Kubota has big plans in the near future! They have made a discreet announcement that in the near future "1-2 years" they will have a new lineup of tractors that will go all the way to the 250hp range. For some reason kubota is obsessed with John deere and they want to get into the bigger market. Personally I think Kubota should stay out of this market unless they make some major changes. I used to bleed orange all of my tractors were orange. My past few tractors however have not been as good as my old kubotas! This is why I have been looking to other brands. Don't get me wrong the kubotas still have certain perks that I like but they don't seem to have the power that the manual and dealer claims they have. I am mostly picking on the 9540 series I've had two so far and I just don't care for them!!


----------



## swmnhay (Jun 13, 2008)

I've heard the rumor a couple yrs ago also from a Kubota dealer.I hope they do start making them.If for nothing else to keep JD from having a monopoly.Imagine what we would be paying if only 1 brand out there?
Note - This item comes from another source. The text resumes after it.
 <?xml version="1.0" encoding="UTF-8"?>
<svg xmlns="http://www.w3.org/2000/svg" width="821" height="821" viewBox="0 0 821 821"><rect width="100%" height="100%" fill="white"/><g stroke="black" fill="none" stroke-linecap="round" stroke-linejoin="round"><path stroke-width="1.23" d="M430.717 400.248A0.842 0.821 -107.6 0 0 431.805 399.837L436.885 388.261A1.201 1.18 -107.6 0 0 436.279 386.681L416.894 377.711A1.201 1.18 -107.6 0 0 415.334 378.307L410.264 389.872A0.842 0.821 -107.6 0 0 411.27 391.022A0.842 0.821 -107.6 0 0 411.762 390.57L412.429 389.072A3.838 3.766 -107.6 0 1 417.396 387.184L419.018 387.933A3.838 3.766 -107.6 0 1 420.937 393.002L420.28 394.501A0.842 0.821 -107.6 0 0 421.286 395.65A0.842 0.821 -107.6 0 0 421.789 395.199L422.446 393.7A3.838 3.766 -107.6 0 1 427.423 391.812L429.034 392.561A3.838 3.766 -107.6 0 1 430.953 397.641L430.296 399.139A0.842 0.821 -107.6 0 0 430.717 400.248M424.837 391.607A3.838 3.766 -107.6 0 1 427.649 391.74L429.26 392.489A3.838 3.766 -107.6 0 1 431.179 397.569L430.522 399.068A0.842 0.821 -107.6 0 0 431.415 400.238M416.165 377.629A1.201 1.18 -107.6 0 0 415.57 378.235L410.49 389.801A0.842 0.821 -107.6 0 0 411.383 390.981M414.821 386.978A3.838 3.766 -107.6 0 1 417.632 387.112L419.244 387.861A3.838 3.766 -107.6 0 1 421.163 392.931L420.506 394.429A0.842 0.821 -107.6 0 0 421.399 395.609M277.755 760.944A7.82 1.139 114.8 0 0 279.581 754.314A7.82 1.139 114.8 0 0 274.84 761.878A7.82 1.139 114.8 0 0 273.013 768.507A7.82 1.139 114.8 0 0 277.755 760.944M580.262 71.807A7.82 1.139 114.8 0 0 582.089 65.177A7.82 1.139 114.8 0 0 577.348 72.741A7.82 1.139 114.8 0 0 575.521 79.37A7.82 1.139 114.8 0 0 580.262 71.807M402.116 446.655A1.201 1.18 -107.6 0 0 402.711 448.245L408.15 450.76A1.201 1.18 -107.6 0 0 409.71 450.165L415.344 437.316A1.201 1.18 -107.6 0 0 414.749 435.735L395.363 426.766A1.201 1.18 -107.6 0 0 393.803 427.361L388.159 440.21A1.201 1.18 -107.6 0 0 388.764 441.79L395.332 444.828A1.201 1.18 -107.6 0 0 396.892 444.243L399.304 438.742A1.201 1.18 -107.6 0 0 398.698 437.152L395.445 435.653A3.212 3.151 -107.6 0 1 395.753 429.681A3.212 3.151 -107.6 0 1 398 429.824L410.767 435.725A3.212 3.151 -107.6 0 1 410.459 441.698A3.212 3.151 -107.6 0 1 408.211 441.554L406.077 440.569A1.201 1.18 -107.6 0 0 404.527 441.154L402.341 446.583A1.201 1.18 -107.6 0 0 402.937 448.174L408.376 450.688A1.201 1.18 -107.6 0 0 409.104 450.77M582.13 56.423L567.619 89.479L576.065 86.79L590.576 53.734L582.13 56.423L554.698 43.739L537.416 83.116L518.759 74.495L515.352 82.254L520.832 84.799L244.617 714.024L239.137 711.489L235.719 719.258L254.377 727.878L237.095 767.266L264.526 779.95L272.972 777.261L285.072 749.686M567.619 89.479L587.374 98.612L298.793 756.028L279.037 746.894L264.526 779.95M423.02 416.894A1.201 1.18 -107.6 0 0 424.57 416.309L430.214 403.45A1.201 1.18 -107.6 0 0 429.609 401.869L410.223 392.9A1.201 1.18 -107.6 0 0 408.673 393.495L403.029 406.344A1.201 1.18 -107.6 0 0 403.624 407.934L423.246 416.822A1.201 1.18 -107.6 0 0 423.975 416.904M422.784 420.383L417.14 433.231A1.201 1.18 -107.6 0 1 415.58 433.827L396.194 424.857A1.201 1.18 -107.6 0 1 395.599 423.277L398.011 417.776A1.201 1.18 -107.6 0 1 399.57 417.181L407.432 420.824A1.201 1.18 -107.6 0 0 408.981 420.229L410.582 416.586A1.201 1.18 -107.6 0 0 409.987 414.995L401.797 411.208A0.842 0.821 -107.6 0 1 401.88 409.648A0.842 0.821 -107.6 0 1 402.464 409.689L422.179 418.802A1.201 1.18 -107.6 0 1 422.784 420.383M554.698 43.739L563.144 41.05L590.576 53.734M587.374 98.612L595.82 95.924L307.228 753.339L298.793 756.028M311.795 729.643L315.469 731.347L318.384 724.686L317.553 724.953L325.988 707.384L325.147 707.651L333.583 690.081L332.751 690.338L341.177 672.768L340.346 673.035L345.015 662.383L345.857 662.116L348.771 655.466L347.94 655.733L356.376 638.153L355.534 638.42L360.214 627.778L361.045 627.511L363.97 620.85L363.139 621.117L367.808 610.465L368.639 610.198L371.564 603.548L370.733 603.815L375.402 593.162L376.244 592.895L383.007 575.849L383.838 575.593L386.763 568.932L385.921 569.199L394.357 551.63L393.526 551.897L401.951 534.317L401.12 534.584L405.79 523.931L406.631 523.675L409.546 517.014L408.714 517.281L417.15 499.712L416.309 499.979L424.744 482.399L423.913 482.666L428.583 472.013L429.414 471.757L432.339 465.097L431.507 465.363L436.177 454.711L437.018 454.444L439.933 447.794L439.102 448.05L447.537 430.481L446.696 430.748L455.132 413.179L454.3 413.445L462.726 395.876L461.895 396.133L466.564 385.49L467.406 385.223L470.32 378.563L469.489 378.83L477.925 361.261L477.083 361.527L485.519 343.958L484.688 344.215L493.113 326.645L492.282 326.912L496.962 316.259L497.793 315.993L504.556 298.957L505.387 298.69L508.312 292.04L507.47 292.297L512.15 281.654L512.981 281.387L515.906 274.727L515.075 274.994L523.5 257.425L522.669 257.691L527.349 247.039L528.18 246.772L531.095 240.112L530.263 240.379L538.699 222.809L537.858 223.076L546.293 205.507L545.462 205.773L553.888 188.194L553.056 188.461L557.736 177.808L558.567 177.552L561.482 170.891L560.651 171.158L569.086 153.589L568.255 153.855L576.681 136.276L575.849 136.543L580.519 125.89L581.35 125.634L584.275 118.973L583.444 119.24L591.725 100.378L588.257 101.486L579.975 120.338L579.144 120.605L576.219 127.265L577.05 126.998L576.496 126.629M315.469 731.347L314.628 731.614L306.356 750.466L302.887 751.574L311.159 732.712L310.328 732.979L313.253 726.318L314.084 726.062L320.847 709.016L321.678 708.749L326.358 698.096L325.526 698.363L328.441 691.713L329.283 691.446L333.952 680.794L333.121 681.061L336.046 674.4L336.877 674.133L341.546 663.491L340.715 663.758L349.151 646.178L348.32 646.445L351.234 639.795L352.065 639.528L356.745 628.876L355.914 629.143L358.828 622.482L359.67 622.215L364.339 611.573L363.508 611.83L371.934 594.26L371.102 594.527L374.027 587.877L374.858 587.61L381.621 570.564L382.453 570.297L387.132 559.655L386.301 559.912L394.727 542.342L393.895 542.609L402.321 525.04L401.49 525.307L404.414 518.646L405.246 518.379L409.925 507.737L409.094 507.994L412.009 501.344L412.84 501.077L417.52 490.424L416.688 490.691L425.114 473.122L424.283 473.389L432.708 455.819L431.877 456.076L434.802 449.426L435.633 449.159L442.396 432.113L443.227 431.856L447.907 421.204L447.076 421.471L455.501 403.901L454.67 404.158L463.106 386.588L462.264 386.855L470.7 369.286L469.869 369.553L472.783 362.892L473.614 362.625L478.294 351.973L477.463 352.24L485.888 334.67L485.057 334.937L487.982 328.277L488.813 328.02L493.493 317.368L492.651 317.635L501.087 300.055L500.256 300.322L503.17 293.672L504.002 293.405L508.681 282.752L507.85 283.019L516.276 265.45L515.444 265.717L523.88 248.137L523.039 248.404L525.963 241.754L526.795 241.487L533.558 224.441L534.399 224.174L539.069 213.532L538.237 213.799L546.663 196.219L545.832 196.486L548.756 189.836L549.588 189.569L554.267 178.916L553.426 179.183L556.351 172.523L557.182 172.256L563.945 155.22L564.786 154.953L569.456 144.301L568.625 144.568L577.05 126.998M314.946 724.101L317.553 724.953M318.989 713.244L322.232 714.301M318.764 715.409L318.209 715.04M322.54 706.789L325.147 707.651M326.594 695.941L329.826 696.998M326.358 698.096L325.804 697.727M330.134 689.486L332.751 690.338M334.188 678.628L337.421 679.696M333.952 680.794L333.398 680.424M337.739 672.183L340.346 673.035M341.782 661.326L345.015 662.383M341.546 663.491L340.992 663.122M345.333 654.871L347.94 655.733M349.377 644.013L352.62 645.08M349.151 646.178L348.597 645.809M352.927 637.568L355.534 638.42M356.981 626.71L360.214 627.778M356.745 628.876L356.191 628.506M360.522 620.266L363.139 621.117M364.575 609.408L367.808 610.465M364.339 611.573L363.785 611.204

Look at seed industry and fertilizer industry.They want as much as they can squeeze out of us not just a reasonable profit.


----------



## Teslan (Aug 20, 2011)

swmnhay said:


> I've heard the rumor a couple yrs ago also from a Kubota dealer.I hope they do start making them.If for nothing else to keep JD from having a monopoly.Imagine what we would be paying if only 1 brand out there?
> 
> Look at seed industry and fertilizer industry.They want as much as they can squeeze out of us not just a reasonable profit.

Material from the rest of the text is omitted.